## Task goal
Go through the entries below and count the lines holding the word "overshoot". Reply with only the number, please.

═══ Exercise input ═══

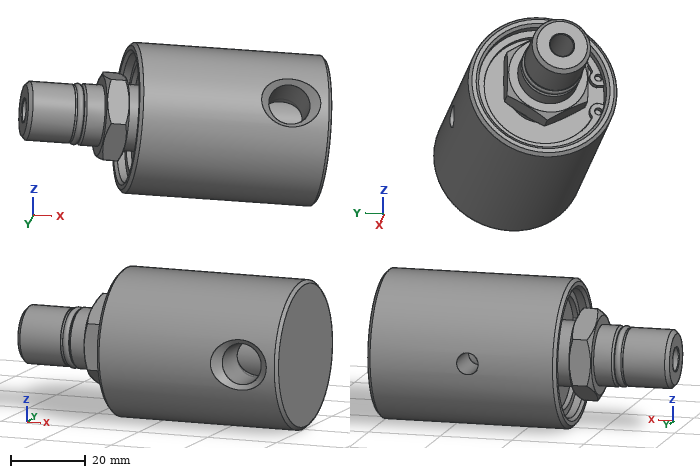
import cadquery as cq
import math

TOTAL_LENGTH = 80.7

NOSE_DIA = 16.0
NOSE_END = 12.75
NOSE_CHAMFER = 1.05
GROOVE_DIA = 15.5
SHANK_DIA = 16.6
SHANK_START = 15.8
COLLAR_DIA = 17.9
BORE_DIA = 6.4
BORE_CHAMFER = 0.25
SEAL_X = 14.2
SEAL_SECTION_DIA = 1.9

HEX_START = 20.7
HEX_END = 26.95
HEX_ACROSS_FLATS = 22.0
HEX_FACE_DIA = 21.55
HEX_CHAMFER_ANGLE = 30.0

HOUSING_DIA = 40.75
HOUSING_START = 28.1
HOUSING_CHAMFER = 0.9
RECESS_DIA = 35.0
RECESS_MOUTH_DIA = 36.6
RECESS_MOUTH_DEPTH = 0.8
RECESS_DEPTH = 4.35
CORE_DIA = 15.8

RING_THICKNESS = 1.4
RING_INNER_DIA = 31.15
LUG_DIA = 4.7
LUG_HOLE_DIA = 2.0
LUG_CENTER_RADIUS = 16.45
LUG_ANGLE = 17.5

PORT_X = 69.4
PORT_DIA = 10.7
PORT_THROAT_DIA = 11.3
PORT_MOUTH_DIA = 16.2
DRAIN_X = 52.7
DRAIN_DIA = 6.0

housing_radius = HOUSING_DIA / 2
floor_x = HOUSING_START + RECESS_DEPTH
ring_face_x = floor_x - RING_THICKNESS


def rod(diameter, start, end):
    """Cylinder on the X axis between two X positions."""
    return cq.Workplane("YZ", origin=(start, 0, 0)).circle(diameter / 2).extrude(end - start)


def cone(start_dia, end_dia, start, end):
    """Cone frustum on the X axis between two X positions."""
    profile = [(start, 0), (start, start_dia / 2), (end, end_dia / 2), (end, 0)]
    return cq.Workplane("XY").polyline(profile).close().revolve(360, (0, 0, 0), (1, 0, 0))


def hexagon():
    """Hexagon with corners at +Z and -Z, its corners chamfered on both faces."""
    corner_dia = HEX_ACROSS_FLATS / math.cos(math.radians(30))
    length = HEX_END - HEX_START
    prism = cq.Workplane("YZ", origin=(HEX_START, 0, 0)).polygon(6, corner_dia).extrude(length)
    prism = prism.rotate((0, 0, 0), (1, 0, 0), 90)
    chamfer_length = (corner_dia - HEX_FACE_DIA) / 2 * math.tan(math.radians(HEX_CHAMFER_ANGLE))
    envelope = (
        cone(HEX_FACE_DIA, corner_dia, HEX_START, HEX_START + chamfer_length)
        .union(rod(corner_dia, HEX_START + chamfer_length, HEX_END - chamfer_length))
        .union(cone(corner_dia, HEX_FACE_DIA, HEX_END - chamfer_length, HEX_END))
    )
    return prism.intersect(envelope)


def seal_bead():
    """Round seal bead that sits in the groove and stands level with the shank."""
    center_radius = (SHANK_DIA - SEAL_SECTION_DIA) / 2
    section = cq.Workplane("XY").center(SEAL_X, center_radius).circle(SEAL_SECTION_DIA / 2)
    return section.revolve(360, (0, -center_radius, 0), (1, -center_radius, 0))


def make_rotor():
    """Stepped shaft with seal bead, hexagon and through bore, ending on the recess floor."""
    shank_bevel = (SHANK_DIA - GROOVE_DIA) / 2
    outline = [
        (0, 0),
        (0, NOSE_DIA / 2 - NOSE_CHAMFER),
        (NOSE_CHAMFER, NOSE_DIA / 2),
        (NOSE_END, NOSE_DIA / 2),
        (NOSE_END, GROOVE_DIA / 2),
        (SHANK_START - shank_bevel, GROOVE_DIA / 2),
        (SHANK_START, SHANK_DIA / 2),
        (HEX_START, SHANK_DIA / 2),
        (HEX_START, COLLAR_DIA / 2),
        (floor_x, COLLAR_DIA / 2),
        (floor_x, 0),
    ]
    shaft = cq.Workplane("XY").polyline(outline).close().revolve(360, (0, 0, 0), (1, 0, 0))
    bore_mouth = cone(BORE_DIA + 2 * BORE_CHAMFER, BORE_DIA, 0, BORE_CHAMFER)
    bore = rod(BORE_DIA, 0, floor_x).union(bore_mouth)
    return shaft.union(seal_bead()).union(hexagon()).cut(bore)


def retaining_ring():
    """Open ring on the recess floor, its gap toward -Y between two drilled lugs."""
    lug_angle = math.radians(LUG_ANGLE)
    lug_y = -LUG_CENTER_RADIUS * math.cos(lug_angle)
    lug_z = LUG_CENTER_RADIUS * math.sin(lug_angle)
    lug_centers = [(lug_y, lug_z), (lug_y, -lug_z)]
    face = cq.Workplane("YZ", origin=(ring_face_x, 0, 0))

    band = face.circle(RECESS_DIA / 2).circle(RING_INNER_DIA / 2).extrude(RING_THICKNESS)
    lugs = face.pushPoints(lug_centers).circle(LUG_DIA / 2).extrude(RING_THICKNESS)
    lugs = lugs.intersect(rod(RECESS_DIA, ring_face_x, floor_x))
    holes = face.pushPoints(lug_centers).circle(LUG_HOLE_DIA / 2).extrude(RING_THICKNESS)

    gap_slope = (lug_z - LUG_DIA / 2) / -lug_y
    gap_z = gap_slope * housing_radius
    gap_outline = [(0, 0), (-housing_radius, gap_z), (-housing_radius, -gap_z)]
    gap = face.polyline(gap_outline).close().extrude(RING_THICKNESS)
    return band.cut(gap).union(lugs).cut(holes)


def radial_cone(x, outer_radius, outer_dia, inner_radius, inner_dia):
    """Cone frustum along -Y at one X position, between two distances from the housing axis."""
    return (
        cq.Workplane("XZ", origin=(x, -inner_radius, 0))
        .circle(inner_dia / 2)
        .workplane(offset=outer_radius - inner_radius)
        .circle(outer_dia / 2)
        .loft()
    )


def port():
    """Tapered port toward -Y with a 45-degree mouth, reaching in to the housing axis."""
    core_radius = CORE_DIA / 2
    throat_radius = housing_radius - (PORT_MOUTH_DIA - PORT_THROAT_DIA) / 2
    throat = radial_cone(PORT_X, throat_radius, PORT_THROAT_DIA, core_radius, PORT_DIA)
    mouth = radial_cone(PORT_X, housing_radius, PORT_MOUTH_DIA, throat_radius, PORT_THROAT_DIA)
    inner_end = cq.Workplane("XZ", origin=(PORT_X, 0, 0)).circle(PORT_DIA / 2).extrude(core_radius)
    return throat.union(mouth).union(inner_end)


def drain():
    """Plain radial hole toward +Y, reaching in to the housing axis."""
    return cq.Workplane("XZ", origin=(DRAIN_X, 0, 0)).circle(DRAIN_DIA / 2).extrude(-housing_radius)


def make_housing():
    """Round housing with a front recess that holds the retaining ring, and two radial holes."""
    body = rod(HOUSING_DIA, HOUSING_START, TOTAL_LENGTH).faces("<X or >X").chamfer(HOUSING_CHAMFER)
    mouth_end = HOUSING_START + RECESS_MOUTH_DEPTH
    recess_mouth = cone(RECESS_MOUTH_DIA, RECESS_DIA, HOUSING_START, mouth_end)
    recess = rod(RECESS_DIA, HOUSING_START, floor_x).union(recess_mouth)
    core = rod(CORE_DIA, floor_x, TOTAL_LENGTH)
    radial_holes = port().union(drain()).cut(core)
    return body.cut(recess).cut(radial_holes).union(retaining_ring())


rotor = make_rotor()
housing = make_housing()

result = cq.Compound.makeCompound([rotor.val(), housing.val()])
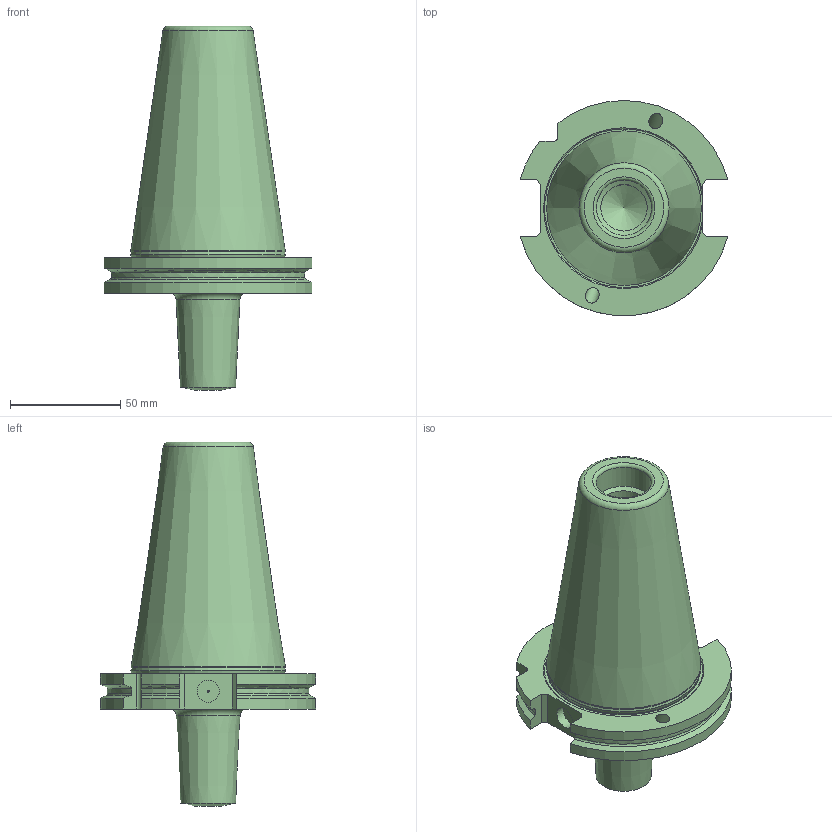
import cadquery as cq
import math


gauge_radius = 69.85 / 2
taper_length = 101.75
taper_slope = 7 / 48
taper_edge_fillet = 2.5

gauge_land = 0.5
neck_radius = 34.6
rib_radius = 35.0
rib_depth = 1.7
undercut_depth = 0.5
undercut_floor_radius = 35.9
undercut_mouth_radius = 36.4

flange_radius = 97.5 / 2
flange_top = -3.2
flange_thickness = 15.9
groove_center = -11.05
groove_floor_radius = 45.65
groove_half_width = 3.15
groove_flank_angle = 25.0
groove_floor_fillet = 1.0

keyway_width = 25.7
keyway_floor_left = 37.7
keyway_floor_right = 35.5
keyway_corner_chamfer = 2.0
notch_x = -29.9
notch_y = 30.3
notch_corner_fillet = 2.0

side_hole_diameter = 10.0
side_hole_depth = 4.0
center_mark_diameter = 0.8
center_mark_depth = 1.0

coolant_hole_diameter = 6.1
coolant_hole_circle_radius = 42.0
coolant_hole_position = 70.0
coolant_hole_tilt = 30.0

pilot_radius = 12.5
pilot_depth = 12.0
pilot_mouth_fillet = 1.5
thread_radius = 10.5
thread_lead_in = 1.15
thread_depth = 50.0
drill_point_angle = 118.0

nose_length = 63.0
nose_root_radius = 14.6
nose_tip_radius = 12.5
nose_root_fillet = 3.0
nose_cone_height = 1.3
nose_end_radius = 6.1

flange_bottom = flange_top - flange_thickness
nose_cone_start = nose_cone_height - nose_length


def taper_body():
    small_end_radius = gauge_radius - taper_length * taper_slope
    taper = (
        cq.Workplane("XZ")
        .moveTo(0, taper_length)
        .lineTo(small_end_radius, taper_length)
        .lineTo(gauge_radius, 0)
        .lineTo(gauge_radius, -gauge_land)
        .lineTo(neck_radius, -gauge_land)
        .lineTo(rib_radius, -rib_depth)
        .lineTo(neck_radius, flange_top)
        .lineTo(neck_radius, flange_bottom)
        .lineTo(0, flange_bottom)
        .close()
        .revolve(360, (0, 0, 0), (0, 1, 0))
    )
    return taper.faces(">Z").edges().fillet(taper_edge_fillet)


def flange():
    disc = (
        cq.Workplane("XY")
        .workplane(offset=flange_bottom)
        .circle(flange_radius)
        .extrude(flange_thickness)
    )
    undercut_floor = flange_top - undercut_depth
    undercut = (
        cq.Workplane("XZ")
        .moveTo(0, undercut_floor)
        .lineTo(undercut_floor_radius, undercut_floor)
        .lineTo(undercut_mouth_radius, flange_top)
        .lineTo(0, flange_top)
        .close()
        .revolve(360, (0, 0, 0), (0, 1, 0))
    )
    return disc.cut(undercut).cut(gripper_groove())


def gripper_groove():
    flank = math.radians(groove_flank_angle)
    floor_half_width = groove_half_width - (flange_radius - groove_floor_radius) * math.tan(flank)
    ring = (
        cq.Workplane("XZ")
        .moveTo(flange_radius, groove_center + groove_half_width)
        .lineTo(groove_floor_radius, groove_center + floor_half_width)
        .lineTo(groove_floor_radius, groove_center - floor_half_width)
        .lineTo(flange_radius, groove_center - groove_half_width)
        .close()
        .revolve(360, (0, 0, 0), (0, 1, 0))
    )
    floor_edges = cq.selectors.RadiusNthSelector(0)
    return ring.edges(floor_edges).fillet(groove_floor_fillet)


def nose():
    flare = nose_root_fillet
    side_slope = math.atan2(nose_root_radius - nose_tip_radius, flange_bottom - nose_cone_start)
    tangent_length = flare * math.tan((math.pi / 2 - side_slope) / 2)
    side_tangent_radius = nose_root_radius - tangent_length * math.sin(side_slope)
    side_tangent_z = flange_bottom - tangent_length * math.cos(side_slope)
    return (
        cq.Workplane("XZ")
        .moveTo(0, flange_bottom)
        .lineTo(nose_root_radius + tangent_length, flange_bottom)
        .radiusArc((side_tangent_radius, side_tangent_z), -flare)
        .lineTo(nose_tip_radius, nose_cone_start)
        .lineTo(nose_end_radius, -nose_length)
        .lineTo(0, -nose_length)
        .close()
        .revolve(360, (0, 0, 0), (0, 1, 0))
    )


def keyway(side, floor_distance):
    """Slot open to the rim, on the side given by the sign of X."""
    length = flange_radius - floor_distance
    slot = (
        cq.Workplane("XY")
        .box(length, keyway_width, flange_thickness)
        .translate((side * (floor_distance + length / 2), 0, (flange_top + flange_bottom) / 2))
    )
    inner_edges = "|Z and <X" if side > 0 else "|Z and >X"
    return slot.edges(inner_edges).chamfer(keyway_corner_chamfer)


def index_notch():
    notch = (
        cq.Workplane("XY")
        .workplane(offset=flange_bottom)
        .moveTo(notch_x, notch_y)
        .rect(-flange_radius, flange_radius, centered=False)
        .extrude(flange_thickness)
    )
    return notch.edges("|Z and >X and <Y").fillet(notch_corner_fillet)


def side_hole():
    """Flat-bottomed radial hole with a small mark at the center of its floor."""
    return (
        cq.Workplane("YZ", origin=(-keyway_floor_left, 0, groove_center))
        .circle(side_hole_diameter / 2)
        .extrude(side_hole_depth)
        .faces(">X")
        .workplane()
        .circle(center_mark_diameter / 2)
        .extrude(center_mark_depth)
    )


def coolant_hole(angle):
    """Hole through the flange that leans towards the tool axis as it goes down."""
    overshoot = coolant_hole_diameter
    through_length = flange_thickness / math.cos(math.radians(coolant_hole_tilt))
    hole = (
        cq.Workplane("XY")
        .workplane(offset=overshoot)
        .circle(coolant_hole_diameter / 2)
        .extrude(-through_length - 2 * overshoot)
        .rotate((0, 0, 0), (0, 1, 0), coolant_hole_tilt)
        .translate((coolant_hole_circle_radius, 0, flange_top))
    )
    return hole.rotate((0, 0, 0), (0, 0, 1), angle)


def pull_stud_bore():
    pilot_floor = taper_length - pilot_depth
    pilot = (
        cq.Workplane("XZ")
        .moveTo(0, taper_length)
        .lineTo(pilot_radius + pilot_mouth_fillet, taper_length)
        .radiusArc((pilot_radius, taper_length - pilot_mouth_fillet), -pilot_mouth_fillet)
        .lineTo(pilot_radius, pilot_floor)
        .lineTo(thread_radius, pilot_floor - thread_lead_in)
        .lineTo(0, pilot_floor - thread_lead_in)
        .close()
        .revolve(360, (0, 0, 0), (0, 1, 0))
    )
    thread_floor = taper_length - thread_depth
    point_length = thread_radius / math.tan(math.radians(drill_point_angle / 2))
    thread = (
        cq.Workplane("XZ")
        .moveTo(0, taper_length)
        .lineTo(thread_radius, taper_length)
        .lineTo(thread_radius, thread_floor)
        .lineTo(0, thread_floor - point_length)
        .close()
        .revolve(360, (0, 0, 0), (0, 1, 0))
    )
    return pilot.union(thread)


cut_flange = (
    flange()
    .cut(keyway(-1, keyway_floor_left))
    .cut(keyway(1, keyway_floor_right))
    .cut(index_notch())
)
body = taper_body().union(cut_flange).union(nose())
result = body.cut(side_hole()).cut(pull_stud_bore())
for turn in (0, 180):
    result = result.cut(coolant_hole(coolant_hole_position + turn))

═══

## Reply to the exercise
3